One warning: bulk will eat you alive on these. A box of 5,000 commons with a few fifty-cent cards sprinkled in can net you basically zero after the per-card fees and shipping. Pull the bulk out first, or just keep it for draft chaff and cube fodder.

Where to sell your MTG cards, sorted by what’s in the box

Honestly the reason that shoebox sat in my closet for years is that it had all four categories jammed together, and “where do I sell this” has a different answer for each.

The way I finally did it: I scanned the whole box first so I knew what I actually had, instead of guessing. (I used Eldwyn for that. Scanning a few hundred cards beats typing them into a buylist site one row at a time, but any method that gets you a real number works.) Then I split the pile. The handful of genuinely valuable singles went up on TCGplayer one at a time. The mid-tier stuff I didn’t care to list got buylisted in a single shipment. The bulk and the beat-up playables went to the LGS for credit I knew I’d spend within a month.
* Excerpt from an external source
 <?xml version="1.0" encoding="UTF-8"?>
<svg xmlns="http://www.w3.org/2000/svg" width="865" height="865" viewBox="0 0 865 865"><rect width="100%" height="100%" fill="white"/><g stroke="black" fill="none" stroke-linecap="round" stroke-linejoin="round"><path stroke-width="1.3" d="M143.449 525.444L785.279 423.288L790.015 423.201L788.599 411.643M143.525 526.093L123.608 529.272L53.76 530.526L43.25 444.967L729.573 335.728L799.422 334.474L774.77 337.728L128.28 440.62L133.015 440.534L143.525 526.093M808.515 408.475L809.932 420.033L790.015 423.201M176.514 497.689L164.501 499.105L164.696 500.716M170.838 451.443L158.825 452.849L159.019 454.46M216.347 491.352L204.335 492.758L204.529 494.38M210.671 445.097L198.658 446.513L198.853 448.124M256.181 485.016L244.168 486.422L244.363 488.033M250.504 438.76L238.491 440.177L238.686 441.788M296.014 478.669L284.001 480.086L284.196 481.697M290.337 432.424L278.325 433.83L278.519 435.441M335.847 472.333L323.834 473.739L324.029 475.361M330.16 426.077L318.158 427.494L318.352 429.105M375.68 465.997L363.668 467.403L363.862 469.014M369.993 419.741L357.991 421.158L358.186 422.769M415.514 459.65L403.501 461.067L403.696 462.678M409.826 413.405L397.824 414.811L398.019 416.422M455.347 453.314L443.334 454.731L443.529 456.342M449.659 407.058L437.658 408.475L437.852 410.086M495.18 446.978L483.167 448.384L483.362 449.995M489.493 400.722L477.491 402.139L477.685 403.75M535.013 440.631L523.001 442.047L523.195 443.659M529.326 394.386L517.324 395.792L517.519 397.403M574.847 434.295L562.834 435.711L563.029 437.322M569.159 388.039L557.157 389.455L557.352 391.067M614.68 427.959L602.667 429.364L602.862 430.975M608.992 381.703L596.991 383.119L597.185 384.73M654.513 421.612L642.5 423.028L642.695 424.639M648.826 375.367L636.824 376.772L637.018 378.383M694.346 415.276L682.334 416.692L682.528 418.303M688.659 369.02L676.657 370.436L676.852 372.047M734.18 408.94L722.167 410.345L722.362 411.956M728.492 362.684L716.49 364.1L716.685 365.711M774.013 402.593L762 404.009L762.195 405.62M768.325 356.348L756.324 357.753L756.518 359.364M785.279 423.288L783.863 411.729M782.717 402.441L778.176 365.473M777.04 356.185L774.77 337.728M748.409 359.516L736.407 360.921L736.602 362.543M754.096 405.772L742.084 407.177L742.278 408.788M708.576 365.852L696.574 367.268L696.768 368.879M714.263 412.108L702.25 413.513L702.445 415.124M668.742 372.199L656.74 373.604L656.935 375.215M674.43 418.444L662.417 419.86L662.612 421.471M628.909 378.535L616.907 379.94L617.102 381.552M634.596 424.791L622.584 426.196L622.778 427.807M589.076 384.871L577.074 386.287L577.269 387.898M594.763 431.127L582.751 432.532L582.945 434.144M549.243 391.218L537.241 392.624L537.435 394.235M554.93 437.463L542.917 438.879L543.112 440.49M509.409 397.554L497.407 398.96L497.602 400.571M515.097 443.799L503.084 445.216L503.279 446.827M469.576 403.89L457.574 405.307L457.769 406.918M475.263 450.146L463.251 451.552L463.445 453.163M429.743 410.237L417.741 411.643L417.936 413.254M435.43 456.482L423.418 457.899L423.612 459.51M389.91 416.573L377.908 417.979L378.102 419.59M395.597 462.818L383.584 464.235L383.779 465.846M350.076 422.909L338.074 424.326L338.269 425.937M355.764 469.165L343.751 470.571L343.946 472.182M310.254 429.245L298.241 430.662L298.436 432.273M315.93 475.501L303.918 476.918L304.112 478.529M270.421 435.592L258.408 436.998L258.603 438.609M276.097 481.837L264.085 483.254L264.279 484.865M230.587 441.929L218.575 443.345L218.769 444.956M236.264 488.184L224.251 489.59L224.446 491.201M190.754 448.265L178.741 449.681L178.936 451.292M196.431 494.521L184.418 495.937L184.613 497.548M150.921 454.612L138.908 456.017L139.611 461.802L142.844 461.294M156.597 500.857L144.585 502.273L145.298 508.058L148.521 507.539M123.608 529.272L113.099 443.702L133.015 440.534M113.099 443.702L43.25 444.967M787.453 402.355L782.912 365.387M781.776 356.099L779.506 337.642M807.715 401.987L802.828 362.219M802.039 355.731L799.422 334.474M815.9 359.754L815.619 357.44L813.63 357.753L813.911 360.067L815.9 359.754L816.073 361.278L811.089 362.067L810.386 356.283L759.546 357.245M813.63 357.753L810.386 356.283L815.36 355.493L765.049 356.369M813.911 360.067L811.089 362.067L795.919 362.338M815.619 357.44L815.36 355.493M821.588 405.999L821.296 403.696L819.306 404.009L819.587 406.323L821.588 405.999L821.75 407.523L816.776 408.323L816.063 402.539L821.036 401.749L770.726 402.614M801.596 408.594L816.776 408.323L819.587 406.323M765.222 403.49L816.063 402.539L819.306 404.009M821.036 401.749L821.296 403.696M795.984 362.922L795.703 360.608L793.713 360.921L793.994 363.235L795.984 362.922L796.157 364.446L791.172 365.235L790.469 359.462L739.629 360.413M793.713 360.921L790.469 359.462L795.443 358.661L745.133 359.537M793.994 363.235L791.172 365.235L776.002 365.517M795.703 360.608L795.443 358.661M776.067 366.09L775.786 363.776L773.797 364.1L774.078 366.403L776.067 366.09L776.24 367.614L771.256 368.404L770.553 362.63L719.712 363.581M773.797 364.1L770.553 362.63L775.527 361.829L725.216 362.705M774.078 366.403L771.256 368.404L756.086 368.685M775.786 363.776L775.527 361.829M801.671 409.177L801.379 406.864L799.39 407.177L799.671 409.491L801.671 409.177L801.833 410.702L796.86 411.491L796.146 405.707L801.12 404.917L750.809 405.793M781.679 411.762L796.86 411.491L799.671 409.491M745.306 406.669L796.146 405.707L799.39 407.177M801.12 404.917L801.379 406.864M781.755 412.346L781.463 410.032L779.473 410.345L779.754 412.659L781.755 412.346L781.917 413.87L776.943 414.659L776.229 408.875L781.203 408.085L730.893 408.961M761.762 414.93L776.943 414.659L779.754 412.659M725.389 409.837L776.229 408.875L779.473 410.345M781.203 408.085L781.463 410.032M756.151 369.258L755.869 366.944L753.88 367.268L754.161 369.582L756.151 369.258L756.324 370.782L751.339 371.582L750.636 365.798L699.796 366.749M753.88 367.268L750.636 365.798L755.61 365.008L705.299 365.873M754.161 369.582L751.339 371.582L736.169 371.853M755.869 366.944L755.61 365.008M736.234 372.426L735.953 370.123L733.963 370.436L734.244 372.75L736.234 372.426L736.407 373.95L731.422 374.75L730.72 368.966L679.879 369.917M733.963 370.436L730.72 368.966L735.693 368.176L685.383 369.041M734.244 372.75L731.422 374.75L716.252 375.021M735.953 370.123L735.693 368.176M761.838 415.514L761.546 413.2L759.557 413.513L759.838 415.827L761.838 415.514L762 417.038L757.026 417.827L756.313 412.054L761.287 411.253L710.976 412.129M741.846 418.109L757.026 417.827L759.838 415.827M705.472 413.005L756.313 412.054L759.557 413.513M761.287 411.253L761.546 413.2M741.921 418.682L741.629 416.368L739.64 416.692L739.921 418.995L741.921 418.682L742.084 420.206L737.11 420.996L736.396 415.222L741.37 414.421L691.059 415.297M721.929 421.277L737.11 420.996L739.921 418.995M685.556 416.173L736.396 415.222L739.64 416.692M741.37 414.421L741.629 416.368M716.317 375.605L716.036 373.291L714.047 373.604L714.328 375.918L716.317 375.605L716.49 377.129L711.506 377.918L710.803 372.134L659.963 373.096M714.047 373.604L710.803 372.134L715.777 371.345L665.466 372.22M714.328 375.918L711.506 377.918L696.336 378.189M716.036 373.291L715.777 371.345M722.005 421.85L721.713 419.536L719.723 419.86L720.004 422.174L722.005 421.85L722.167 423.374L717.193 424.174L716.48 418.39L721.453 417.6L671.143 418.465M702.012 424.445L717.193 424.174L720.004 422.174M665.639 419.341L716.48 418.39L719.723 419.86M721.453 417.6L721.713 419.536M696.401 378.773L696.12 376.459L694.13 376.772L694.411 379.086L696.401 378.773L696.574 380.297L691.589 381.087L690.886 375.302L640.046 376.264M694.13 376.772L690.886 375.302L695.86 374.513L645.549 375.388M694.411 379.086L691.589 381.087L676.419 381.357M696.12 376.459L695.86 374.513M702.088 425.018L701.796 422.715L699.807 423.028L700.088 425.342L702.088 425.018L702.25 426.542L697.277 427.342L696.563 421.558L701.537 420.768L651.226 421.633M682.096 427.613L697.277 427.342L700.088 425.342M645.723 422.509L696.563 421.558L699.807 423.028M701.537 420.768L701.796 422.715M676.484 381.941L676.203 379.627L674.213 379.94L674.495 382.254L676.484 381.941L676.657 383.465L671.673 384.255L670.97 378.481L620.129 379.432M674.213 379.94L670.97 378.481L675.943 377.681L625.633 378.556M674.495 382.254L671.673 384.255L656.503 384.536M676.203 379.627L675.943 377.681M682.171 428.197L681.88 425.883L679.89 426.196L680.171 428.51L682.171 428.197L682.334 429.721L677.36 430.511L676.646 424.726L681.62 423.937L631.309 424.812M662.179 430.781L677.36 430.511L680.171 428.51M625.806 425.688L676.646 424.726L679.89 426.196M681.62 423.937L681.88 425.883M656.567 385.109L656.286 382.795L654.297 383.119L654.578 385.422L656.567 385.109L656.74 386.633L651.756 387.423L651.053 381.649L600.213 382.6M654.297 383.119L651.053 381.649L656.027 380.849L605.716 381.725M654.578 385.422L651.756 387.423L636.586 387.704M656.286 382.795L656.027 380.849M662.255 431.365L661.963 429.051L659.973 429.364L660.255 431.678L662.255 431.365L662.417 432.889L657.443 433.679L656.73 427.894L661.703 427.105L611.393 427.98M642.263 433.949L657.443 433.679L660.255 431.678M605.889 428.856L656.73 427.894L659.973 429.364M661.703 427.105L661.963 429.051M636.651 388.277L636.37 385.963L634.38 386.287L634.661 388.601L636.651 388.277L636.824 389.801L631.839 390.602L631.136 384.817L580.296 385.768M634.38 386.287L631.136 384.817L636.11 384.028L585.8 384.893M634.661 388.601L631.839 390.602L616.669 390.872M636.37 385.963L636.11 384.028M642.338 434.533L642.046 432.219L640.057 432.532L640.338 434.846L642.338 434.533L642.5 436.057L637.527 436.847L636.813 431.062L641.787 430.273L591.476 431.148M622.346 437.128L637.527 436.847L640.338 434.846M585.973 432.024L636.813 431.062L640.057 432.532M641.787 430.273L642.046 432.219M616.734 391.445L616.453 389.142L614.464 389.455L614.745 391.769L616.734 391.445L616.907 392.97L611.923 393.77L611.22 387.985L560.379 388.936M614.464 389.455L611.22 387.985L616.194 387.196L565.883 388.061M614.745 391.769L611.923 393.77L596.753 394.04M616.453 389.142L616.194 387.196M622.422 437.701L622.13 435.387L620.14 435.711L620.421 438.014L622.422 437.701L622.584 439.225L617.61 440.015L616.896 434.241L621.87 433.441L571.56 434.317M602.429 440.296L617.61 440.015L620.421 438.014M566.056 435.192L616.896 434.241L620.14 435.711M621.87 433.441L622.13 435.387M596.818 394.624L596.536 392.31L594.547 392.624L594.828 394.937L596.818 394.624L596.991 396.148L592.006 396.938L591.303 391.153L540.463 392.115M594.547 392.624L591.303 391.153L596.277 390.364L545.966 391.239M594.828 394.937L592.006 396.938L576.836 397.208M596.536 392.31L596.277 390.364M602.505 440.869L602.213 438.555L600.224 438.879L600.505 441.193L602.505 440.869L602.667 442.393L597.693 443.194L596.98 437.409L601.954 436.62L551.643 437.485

Scanning a stack of cards to get real numbers before selling

Knowing the numbers first is what made the whole thing solvable, because “is this card worth the 15 percent fee and the trip to the post office” is a question you can only answer if you know what the card is worth in the first place. Half of selling well is just pricing your collection honestly before you let anyone make you an offer.

I still haven’t sold the signed Birds of Paradise that was sitting at the bottom of the box. It’s not really worth anything. It’s staying.